The earliest account I know of a scientific experiment is, ironically, the story of Elijah and the priests of Baal.
The people of Israel are wavering between Jehovah and Baal, so Elijah announces that he will conduct an experiment to settle it—quite a novel concept in those days! The priests of Baal will place their bull on an altar, and Elijah will place Jehovah’s bull on an altar, but neither will be allowed to start the fire; whichever God is real will call down fire on His sacrifice. The priests of Baal serve as control group for Elijah—the same wooden fuel, the same bull, and the same priests making invocations, but to a false god. Then Elijah pours water on his altar—ruining the experimental symmetry, but this was back in the early days—to signify deliberate acceptance of the burden of proof, like needing a 0.05 significance level. The fire comes down on Elijah’s altar, which is the experimental observation. The watching people of Israel shout “The Lord is God!”—peer review.

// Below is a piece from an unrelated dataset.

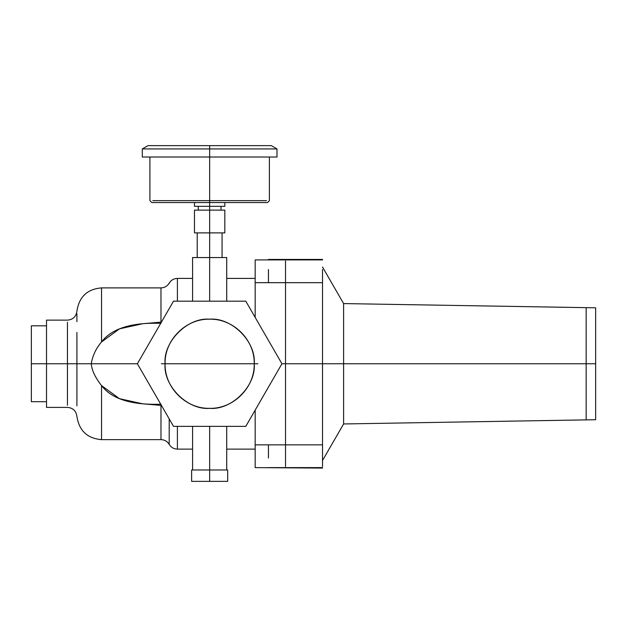 <?xml version="1.0" encoding="UTF-8"?>
<svg xmlns="http://www.w3.org/2000/svg" width="627" height="627" viewBox="0 0 627 627"><rect width="100%" height="100%" fill="white"/><g stroke="black" fill="none" stroke-linecap="round" stroke-linejoin="round"><path stroke-width="0.94" d="M257.885 363.762L254.225 363.762C254.836 339.944 233.471 318.579 209.653 319.19C185.835 318.579 164.462 339.944 165.073 363.762L161.421 363.762L165.073 363.762C164.462 387.588 185.835 408.953 209.653 408.342C233.471 408.953 254.836 387.588 254.225 363.762L257.885 363.762M254.225 363.762L165.073 363.762C163.083 341.715 187.598 317.199 209.653 319.19C231.7 317.199 256.216 341.715 254.225 363.762C256.216 385.817 231.7 410.332 209.653 408.342C187.598 410.332 163.083 385.817 165.073 363.762L254.225 363.762M173.514 301.172L137.376 363.762L173.514 426.36L245.792 426.36L281.931 363.762L245.792 301.172L173.514 301.172L245.792 301.172L281.931 363.762L245.792 426.36L173.514 426.36L137.376 363.762L173.514 301.172M255.173 444.856L268.45 444.856L268.45 458.023L268.45 444.856L285.52 444.856L285.52 466.543L285.52 444.856L255.173 444.856L255.173 467.585L255.173 410.105L255.173 444.856M268.45 269.5L268.45 282.675L255.173 282.675L255.173 259.946L255.173 317.427L255.173 282.675L285.52 282.675L285.52 444.856L285.52 363.762L281.931 363.762L285.52 363.762L285.52 282.675L268.45 282.675L268.45 269.5M268.45 467.617L322.513 467.617L322.513 468.087L255.173 467.617M285.52 269.5L285.52 282.675L285.52 260.989L285.52 282.675L322.513 282.675L322.513 363.762L343.612 363.762L322.513 363.762L322.513 466.543L322.513 444.856L285.52 444.856L322.513 444.856L322.513 363.762L285.52 363.762L322.513 363.762L322.513 282.675L285.52 282.675L285.52 269.5M268.45 259.915L268.45 259.445L285.52 259.445L285.52 259.915L285.52 259.445L322.513 259.445L322.513 259.915L255.173 259.915M161.437 405.45L142.705 403.804L119.522 398.694L101.535 385.589C95.186 377.509 91.761 370.236 91.26 363.762L137.376 363.762L91.26 363.762C92.537 355.775 95.962 348.502 101.535 341.942L119.522 328.83L142.705 323.728L161.437 322.082M160.974 323.352C140.354 322.576 114.31 325.084 101.535 341.942L101.535 287.895L101.535 341.942C95.962 348.502 92.537 355.775 91.26 363.762L76.909 363.762L76.909 332.859L76.909 363.762L67.442 363.762L67.442 322.27L67.442 363.762L76.909 363.762L76.909 394.587M76.909 332.859C76.909 304.299 76.909 304.299 76.909 332.859C76.909 304.299 76.909 304.299 76.909 332.859L76.909 332.451M67.442 363.762L67.442 405.254L67.442 322.27L67.442 363.762L46.523 363.762L46.523 320.138L46.523 363.762L67.442 363.762L67.442 405.254L67.442 363.762M76.909 394.673C76.909 423.225 76.909 423.225 76.909 394.673C76.909 423.225 76.909 423.225 76.909 394.673L76.909 363.762L91.26 363.762C91.761 370.236 95.186 377.509 101.535 385.589L101.535 439.637L101.535 385.589C114.31 402.448 140.354 404.956 160.974 404.18M76.909 405.904L76.909 395.206M169.188 283.216L169.188 283.153C167.299 286.194 164.556 287.777 160.974 287.895L160.974 322.121L160.974 287.895L101.535 287.895C87.294 289.071 79.088 296.83 76.909 311.188C76.11 316.666 72.959 319.652 67.442 320.138L46.523 320.138L46.523 407.393L46.523 363.762L46.523 407.393L67.442 407.393C72.959 407.879 76.11 410.865 76.909 416.344C79.088 430.694 87.294 438.461 101.535 439.637L160.974 439.637L160.974 405.41L160.974 439.637C164.556 439.754 167.299 441.337 169.188 444.378L169.204 418.899L169.188 444.378C171.085 447.419 173.82 449.003 177.402 449.12L177.402 426.36L177.402 449.12L192.575 449.12M209.653 469.984L209.653 426.36L209.653 469.984C232.899 469.984 232.899 469.984 209.653 469.984L209.653 481.364C232.899 481.364 232.899 481.364 209.653 481.364L209.653 469.984C186.407 469.984 186.407 469.984 209.653 469.984L191.627 469.984L191.627 481.364L209.653 481.364C186.407 481.364 186.407 481.364 209.653 481.364L227.672 481.364L227.672 469.984L209.653 469.984M209.653 301.172L209.653 257.548C231.677 257.548 231.677 257.548 209.653 257.548L209.653 301.172M226.723 301.172L226.723 257.548L209.653 257.548C187.63 257.548 187.63 257.548 209.653 257.548L192.575 257.548L192.575 301.172M76.909 313.79L76.909 321.659M76.909 395.167L76.909 405.873M192.575 278.412L177.402 278.412L177.402 301.172L177.402 278.412C173.82 278.529 171.085 280.104 169.188 283.153L169.188 283.482M169.188 443.399L169.188 443.798M169.188 442.09L169.188 441.33M31.35 401.703L46.523 401.703L31.35 401.703L31.35 363.762L46.523 363.762L31.35 363.762L31.35 325.828L46.523 325.828L31.35 325.828L31.35 401.703M322.513 460.5L343.612 423.954L595.65 419.722L595.65 307.81L343.612 303.578L322.513 267.031M595.65 363.762L595.65 307.81L595.65 363.762L586.167 363.762L586.167 307.81L586.167 419.722L586.167 363.762L595.65 363.762L595.65 419.722L595.65 363.762M343.612 363.762L343.612 423.954L343.612 303.578L343.612 363.762L586.167 363.762L586.167 307.81L586.167 363.762L343.612 363.762L343.612 423.954L343.612 363.762M586.167 363.762L586.167 419.722L586.167 363.762M285.52 458.023L285.52 282.675L285.52 458.023M322.513 269.5L322.513 282.675L322.513 269.5M271.295 145.636L148.003 145.636L142.313 148.92L142.313 157.016L209.653 157.016L209.653 145.636L148.003 145.636L209.653 145.636L209.653 148.92L276.985 148.92L142.313 148.92L276.985 148.92L142.313 148.92L209.653 148.92L209.653 157.016L276.985 157.016L142.313 157.016L276.985 157.016L276.985 148.92L271.295 145.636M209.653 200.64L209.653 157.016L209.653 200.64L266.475 200.64L152.823 200.64L266.475 200.64L152.823 200.64L209.653 200.64L209.653 202.537L209.653 200.64M264.578 202.537L264.672 202.537C268.442 202.537 268.442 202.537 264.672 202.537L243.652 202.537L264.672 202.537C268.442 202.537 268.442 202.537 264.672 202.537L233.424 202.529L264.672 202.537C268.442 202.537 268.442 202.537 264.672 202.537L154.626 202.537C150.856 202.537 150.856 202.537 154.626 202.537L243.566 202.537M185.882 202.529L151.797 202.537L149.9 200.64L151.797 202.537L185.882 202.529M269.398 157.016L269.398 200.64L267.502 202.537L209.653 202.537C229.223 202.537 229.223 202.537 209.653 202.537C190.075 202.537 190.075 202.537 209.653 202.537L209.653 206.33L209.653 202.537M154.626 202.537L175.646 202.537M194.472 202.537L194.472 206.33L209.653 206.33C229.223 206.33 229.223 206.33 209.653 206.33C190.075 206.33 190.075 206.33 209.653 206.33L224.827 206.33L224.827 202.537M209.653 210.123L209.653 206.33L209.653 210.123L194.472 210.123L194.472 232.883L209.653 232.883L209.653 210.123C229.223 210.123 229.223 210.123 209.653 210.123C190.075 210.123 190.075 210.123 209.653 210.123L209.653 232.883C229.223 232.883 229.223 232.883 209.653 232.883C190.075 232.883 190.075 232.883 209.653 232.883L224.827 232.883L224.827 210.123L209.653 210.123M209.653 257.548L209.653 232.883L209.653 257.548M226.723 426.36L226.723 469.984M192.575 426.36L192.575 469.984M255.173 278.412L226.723 278.412M255.173 449.12L226.723 449.12M149.9 157.016L149.9 200.64M243.652 202.537L267.502 202.537M221.033 206.33L221.033 210.123M198.265 206.33L198.265 210.123M222.076 232.883L222.076 257.548M197.223 232.883L197.223 257.548"/></g></svg>

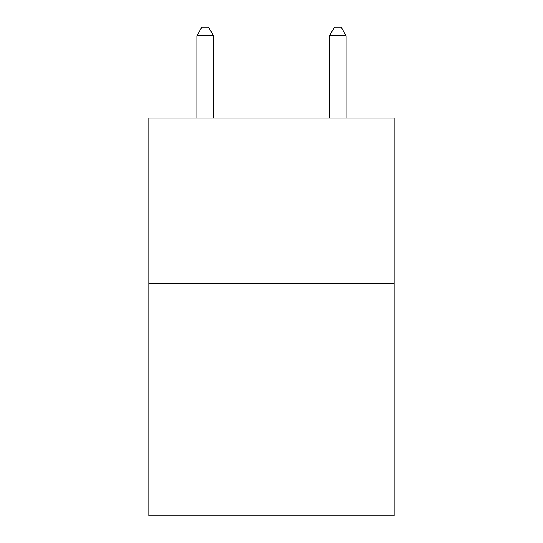 <?xml version="1.0" encoding="UTF-8"?>
<svg xmlns="http://www.w3.org/2000/svg" width="543" height="543" viewBox="0 0 543 543"><rect width="100%" height="100%" fill="white"/><g stroke="black" fill="none" stroke-linecap="round" stroke-linejoin="round"><path stroke-width="0.81" d="M394.17 283.765L394.17 515.85L148.83 515.85L148.83 117.994L394.17 117.994L394.17 283.765L148.83 283.765M213.48 117.994L213.48 35.77L196.899 35.77L196.899 117.994M196.899 35.77L201.874 27.15L208.505 27.15L213.48 35.77M346.101 117.994L346.101 35.77L329.52 35.77L329.52 117.994M329.52 35.77L334.495 27.15L341.126 27.15L346.101 35.77"/></g></svg>

And then the people haul the 450 priests of Baal down to the river Kishon and slit their throats. This is stern, but necessary. You must firmly discard the falsified hypothesis, and do so swiftly, before it can generate excuses to protect itself. If the priests of Baal are allowed to survive, they will start babbling about how religion is a separate magisterium which can be neither proven nor disproven.
Back in the old days, people actually believed their religions instead of just believing in them. The biblical archaeologists who went in search of Noah’s Ark did not think they were wasting their time; they anticipated they might become famous. Only after failing to find confirming evidence—and finding disconfirming evidence in its place—did religionists execute what William Bartley called the retreat to commitment, “I believe because I believe.”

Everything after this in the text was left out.